Over on Scary Mommy they have a Guest Blogger today.

here is just an small piece.


We do the dishes more often and our piled of laundry doesn’t teeter as high as it used to.
Still there are things that plague me; things that continue to make me feel as though I am only playing at being a parent.
When he does something brand new and rebellious, I often have to fight not to laugh.
Sometimes, I don’t really want him to go to bed because we’re having too much fun and I don’t want to ruin it.
Other times, I really want him to go to bed so I can have some fun that doesn’t involve me scraping food off the walls.
I don’t really feel all that parental. Part of me imagined that once I became a mother I’d lose all touch with pop culture, snark and things that were in anyway disorganized.
But I haven’t changed that much. My hair didn’t whip itself up into a bun upon conception.

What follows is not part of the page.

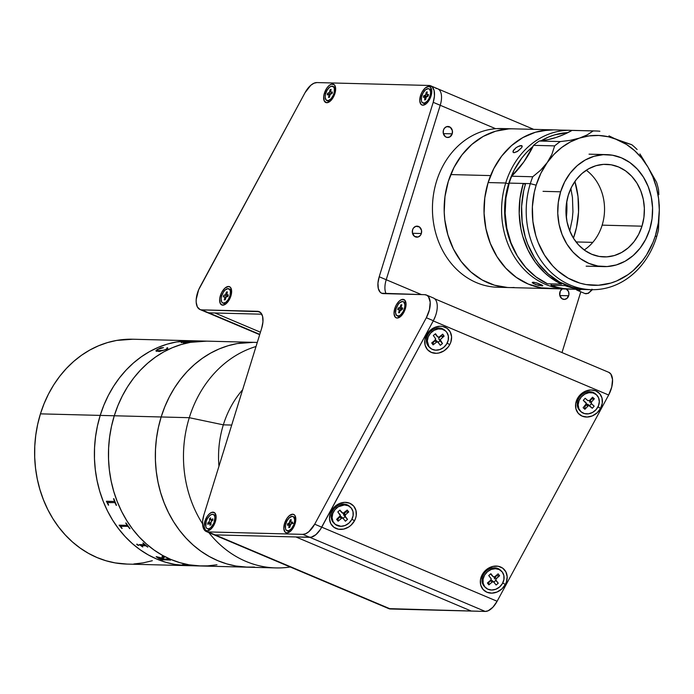 <?xml version="1.0" encoding="UTF-8"?>
<svg xmlns="http://www.w3.org/2000/svg" width="694" height="694" viewBox="0 0 694 694"><rect width="100%" height="100%" fill="white"/><g stroke="black" fill="none" stroke-linecap="round" stroke-linejoin="round"><path stroke-width="1.04" d="M132.866 339.227L116.635 340.433L107.449 342.593L98.487 345.812L89.821 350.036L81.536 355.25L73.729 361.392L66.451 368.401L59.797 376.209L53.802 384.745L48.554 393.923L44.086 403.665L40.434 413.858A112.463 95.252 91.5 0 0 126.985 564.083L186.755 565.619A112.463 95.252 -88.5 0 1 100.214 415.402L40.434 413.858L37.658 424.424L35.758 435.251L34.769 446.233L34.7 457.268L35.541 468.25L37.294 479.077L39.94 489.634L43.453 499.819L47.799 509.552L52.926 518.722L58.808 527.249L65.366 535.039L72.54 542.04L80.278 548.156L88.485 553.352L97.099 557.568L106.026 560.761L115.178 562.903L127.08 564.083M162.127 556.449A112.419 95.217 91.5 0 0 162.465 556.623L162.76 556.857A112.463 95.252 91.5 0 0 162.804 556.84L162.448 556.666A112.463 95.252 -88.5 0 1 162.032 556.449L162.379 556.458A112.463 95.252 91.5 0 0 164.296 557.429L162.674 558.488A112.463 95.252 91.5 0 0 164.148 559.138L167.297 558.974A112.463 95.252 -88.5 0 1 166.89 558.791L167.237 558.8A112.463 95.252 91.5 0 0 170.481 560.162L170.134 560.153A112.463 95.252 -88.5 0 1 169.726 559.989L162.205 559.789A112.463 95.252 91.5 0 0 162.613 559.954L162.275 559.945A112.463 95.252 -88.5 0 1 158.206 558.219L156.384 556.649L161.416 557.933L162.83 556.97M192.654 565.558A112.463 95.252 -88.5 0 1 192.221 565.575A112.463 95.252 91.5 0 0 192.654 565.558L192.221 565.575M133.821 563.97L143.129 562.877L152.316 560.717M257.274 342.437L206.621 341.136A112.463 95.252 91.5 0 0 114.276 415.767A112.463 95.252 -88.5 0 1 206.621 341.136L132.78 339.227A112.463 95.252 91.5 0 0 40.434 413.858L100.214 415.402A112.463 95.252 -88.5 0 1 192.559 340.771A112.463 95.252 91.5 0 0 100.214 415.402L103.857 405.201L108.325 395.467L113.582 386.289L119.568 377.753L126.23 369.937L133.5 362.927L141.316 356.794L149.592 351.58L158.258 347.347L167.219 344.137L176.406 341.977L192.646 340.771L176.406 341.977L167.219 344.137L158.258 347.347L149.592 351.58L141.316 356.794L133.5 362.927L126.23 369.937L119.568 377.753L113.582 386.289L108.325 395.467L103.857 405.201L100.214 415.402A112.463 95.252 91.5 0 0 186.755 565.619L200.818 565.983A112.463 95.252 -88.5 0 1 114.276 415.767A112.463 95.252 91.5 0 0 200.818 565.983L247.706 567.189A112.463 95.252 -88.5 0 1 161.155 416.973L114.276 415.767L161.155 416.973L164.799 406.779L169.275 397.037L174.524 387.859L180.509 379.323L187.172 371.507L194.45 364.506L202.258 358.364L210.534 353.151L219.2 348.917L228.17 345.707L237.348 343.547L253.588 342.342L237.348 343.547L228.17 345.707L219.2 348.917L210.534 353.151L202.258 358.364L194.45 364.506L187.172 371.507L180.509 379.323L174.524 387.859L169.275 397.037L164.799 406.779L161.155 416.973A112.463 95.252 -88.5 0 1 253.501 342.342A112.463 95.252 91.5 0 0 161.155 416.973A112.463 95.252 91.5 0 0 247.706 567.189L275.83 567.918A112.463 95.252 -88.5 0 1 208.833 532.602A112.463 95.252 91.5 0 0 290.239 566.998A112.463 95.252 -88.5 0 1 275.83 567.918M184.248 565.515L174.949 564.448L165.797 562.305L156.87 559.104L148.264 554.896L140.049 549.7L132.32 543.576L125.137 536.583L118.579 528.785L112.706 520.266L107.57 511.096L103.224 501.363L99.719 491.17L97.073 480.612L95.321 469.795L94.471 458.812L94.549 447.777L95.538 436.795L97.429 425.969L100.214 415.402L97.429 425.969L95.538 436.795L94.549 447.777L94.471 458.812L95.321 469.795L97.073 480.612L99.719 491.17L103.224 501.363L107.57 511.096L112.706 520.266L118.579 528.785L125.137 536.583L132.32 543.576L140.049 549.7L148.264 554.896L156.87 559.104L165.797 562.305L174.949 564.448L186.851 565.627M184.344 565.081L184.821 565.107L184.344 565.081M254.542 567.076L245.19 567.093L235.899 566.018L226.738 563.875L217.821 560.683L209.206 556.467L201 551.27L193.262 545.146L186.079 538.154L179.52 530.355L173.647 521.836L168.512 512.666L164.174 502.933L160.661 492.74L158.015 482.183L156.263 471.365L155.421 460.382L155.491 449.348L156.48 438.365L158.371 427.539L161.155 416.973L189.288 417.701L161.155 416.973L158.371 427.539L156.48 438.365L155.491 449.348L155.421 460.382L156.263 471.365L158.015 482.183L160.661 492.74L164.174 502.933L168.512 512.666L173.647 521.836L179.52 530.355L186.079 538.154L193.262 545.146L201 551.27L209.206 556.467L217.821 560.683L226.738 563.875L235.899 566.018L247.793 567.198M207.662 565.87L216.97 564.777L207.662 565.87L198.311 565.879L189.011 564.812L179.859 562.669L170.932 559.468L162.327 555.261L154.111 550.064L146.382 543.94L139.199 536.948L132.641 529.149L126.768 520.621L121.632 511.452L117.295 501.727L113.781 491.534L111.135 480.977L109.383 470.159L108.542 459.176L108.611 448.142L109.6 437.151L111.491 426.333L114.276 415.767L117.919 405.565L122.387 395.832L127.644 386.645L133.63 378.109L140.292 370.301L147.562 363.292L155.378 357.15L163.654 351.945L172.32 347.711L181.29 344.502L190.468 342.333L199.785 341.248L206.708 341.136L190.468 342.333L181.29 344.502L172.32 347.711L163.654 351.945L155.378 357.15L147.562 363.292L140.292 370.301L133.63 378.109L127.644 386.645L122.387 395.832L117.919 405.565L114.276 415.767L111.491 426.333L109.6 437.151L108.611 448.142L108.542 459.176L109.383 470.159L111.135 480.977L113.781 491.534L117.295 501.727L121.632 511.452L126.768 520.621L132.641 529.149L139.199 536.948L146.382 543.94L154.111 550.064L162.327 555.261L170.932 559.468L179.859 562.669L189.011 564.812L200.913 565.983M167.315 348.136L166.256 349.282L162.778 350.487M114.276 415.767L100.214 415.402L114.276 415.767M108.307 505.102A112.463 95.252 -88.5 0 1 107.908 504.165L106.451 501.424A112.463 95.252 -88.5 0 1 106.382 501.25L114.206 501.45L114.284 500.695A112.463 95.252 -88.5 0 1 113.547 498.726L113.894 498.734A112.463 95.252 91.5 0 0 116.505 505.31L116.167 505.301A112.463 95.252 -88.5 0 1 115.351 503.376L114.753 502.621L107.908 502.439L107.848 503.211A112.463 95.252 91.5 0 0 108.646 505.111L108.307 505.102M121.797 528.412A112.463 95.252 -88.5 0 1 121.207 527.622L119.203 525.306A112.463 95.252 -88.5 0 1 119.099 525.158L126.924 525.358L126.855 524.716A112.463 95.252 -88.5 0 1 125.727 523.033L126.065 523.042A112.463 95.252 91.5 0 0 130.004 528.62L129.657 528.611A112.463 95.252 -88.5 0 1 128.459 526.989L127.713 526.347L120.86 526.165L120.956 526.815A112.463 95.252 91.5 0 0 122.135 528.42L121.797 528.412M145.228 545.449L141.255 545.354L141.507 545.814A112.463 95.252 91.5 0 0 142.86 546.907L142.522 546.898A112.463 95.252 -88.5 0 1 141.88 546.386L139.485 544.677A112.463 95.252 -88.5 0 1 139.364 544.573L144.413 544.695L144.144 544.217A112.463 95.252 -88.5 0 1 142.834 543.055L143.172 543.064A112.463 95.252 91.5 0 0 147.874 547.037L147.536 547.028A112.463 95.252 -88.5 0 1 146.174 545.935L145.228 545.449M137.282 544.955L136.727 544.339L137.212 544.2L138.696 545.467L137.282 544.955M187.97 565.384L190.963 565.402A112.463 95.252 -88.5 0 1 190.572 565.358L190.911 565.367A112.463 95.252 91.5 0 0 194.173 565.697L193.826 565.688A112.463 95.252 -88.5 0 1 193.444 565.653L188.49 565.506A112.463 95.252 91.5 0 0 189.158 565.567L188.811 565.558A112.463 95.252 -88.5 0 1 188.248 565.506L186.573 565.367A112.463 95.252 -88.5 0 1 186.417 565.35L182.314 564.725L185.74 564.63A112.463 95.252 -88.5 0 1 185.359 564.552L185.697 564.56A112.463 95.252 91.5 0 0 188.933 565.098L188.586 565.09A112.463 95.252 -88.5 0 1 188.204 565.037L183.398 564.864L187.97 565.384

Instead, I’m wandering around in my pajamas at 4 pm. I’m scanning VH1 to see if I can get away with watching a countdown instead of Yo Gabba Gabba. Wracked with guilt at the idea of letting Alex know who the #1 celebrity train wreck of 2010 is, I choose instead to dance and shimmy with DJ Lance Rock. But I’m not always happy about it. Just like I’m not always sure how or when to reprimand him.